Borehole heat exchanger (BHE) technology is growing on a worldwide scale. Ground source heat pump (GSHP) systems are used increasingly because they are among the cleanest and most energy efficient heating/cooling systems for buildings. Furthermore this technology is being applied widely, not only in civil buildings, but also in agricultural and zoo-technical facilities [1]. From the hydrogeological point of view, one of the most important aspects in the use of GSHP systems is the forecast and control of the temperature in aquifers and the development of the heat perturbation in groundwater, often considered as a contaminant plume in some environmental regulations. From here, the need arises to simulate, through mathematical models, the GSHP systems in order to evaluate the impact of temperatures in the subsoil [2,3].

Some of the most used hydrogeological computer codes, for instance MT3DMS [4] or FEFLOW [5], are suitable for reproducing heat transfer between BHE and aquifer and have been recently used to simulate BHE operation in different hydrogeological settings. In previous studies [6], the authors demonstrated that MT3DMS can be used to predict the thermal impact and the energy performance of BHE systems with a good accuracy, fully simulating the U-pipe geometry and the heat carrier fluid. The model predictions were compared to some well-known analytical solutions, producing a very good agreement in the purely conductive case and a good agreement for a wide range of Darcy velocities.

The energy performance of GSHPs strongly depends on the heat transfer process between the BHEs and the ground. The BHE, which often consists of single or double U-shaped pipes inserted in a borehole back-filled with grout, is characterized by an effective thermal resistance R_bh [7] related to the temperature drop between the average fluid temperature and the BHE wall. The grout provides a heat transfer medium between the heat exchanger and the surrounding formation and prevents contamination in case of leakage of the anti-freeze circulating fluid.
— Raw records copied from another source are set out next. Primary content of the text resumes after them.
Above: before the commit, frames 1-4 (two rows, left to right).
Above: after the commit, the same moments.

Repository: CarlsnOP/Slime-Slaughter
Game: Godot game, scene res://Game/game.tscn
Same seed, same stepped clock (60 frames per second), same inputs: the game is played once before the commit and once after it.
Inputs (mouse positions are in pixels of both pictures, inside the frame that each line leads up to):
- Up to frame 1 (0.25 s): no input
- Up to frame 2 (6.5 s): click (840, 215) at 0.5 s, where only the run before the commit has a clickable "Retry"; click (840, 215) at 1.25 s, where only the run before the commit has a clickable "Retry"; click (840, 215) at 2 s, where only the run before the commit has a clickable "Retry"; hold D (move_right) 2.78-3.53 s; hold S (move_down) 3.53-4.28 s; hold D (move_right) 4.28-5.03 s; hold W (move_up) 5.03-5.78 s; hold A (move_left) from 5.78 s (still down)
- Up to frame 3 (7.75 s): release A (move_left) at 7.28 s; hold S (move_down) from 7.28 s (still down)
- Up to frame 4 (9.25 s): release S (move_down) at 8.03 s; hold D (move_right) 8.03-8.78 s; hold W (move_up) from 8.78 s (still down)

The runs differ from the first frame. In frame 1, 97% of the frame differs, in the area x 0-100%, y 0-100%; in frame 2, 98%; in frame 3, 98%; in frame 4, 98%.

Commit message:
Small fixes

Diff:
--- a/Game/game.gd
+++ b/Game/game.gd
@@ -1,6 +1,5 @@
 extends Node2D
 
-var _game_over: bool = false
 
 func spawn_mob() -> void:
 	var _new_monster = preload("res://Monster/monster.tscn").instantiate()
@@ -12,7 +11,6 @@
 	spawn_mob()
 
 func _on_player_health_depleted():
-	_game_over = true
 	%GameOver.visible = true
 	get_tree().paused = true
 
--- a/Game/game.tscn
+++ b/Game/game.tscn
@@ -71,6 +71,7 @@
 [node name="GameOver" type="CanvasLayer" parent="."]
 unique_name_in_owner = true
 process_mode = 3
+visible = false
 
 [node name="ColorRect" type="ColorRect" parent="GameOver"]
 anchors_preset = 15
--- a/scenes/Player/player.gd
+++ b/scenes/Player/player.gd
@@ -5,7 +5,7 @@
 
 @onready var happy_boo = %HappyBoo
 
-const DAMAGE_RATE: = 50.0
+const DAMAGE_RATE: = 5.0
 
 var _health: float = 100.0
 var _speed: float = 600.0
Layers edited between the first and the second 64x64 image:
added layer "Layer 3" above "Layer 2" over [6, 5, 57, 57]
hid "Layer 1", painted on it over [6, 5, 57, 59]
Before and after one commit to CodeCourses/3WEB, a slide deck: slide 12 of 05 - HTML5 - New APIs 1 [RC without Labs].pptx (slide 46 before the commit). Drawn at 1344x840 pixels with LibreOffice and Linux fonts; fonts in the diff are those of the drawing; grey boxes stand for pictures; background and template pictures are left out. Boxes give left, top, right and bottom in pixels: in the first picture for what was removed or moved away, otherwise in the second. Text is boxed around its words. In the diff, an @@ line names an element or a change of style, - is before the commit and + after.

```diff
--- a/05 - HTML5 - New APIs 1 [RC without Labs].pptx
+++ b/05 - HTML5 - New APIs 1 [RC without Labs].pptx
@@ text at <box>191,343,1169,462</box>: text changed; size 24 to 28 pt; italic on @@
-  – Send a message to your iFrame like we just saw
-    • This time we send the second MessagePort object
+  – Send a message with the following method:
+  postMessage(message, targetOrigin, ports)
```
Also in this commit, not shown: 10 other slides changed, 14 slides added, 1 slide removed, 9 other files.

Grout thermal conductivity is known as a crucial parameter, dominating the borehole thermal resistance [8,9] and impacting the heat exchanger efficiency [10,11,12,13]. Therefore so-called thermally enhanced grouts are being developed and investigated since the late 90’s [14,15,16]. Clearly a grouting material with low thermal conductivity increases the borehole thermal resistance, although the latter closely depends also on the spacing between the pipes [17,18,19]. Although these studies are related to the use of thermally enhanced grouts, it remains unclear how much these ones can improve long-term BHE performance. Dehkordy and Schincariol [20] indicated that a thermally enhanced grout (λ_g = 3 W·m⁻¹ K⁻¹) increases heat extraction by more than 10% compared to a grout with poor thermal conductivity (λ_g = 1 W·m⁻¹ K⁻¹). However, this influence has to be compared to that of the ground thermal conductivity, which can play a more important role in increasing or reducing BHE performance. Ghasemi-Fare and Basu [21] showed that the soil thermal conductivity has a much larger impact on the long-term energy performance of an energy pile than the pile thermal conductivity. In Delaleux et al. [22], an enhancement of the grout thermal conductivity was chosen as the best way to improve the overall exchanger performance; Jun et al. [23] evaluated the grout conductivity influence on the heat transfer length and on the thermal resistance of borehole and soil. Finally, Lee et al. [24] stated that an increase in the thermal conductivity of backfilling grouts leads to considerable reduction in the installation cost of a ground heat exchanger by shortening the required bore length.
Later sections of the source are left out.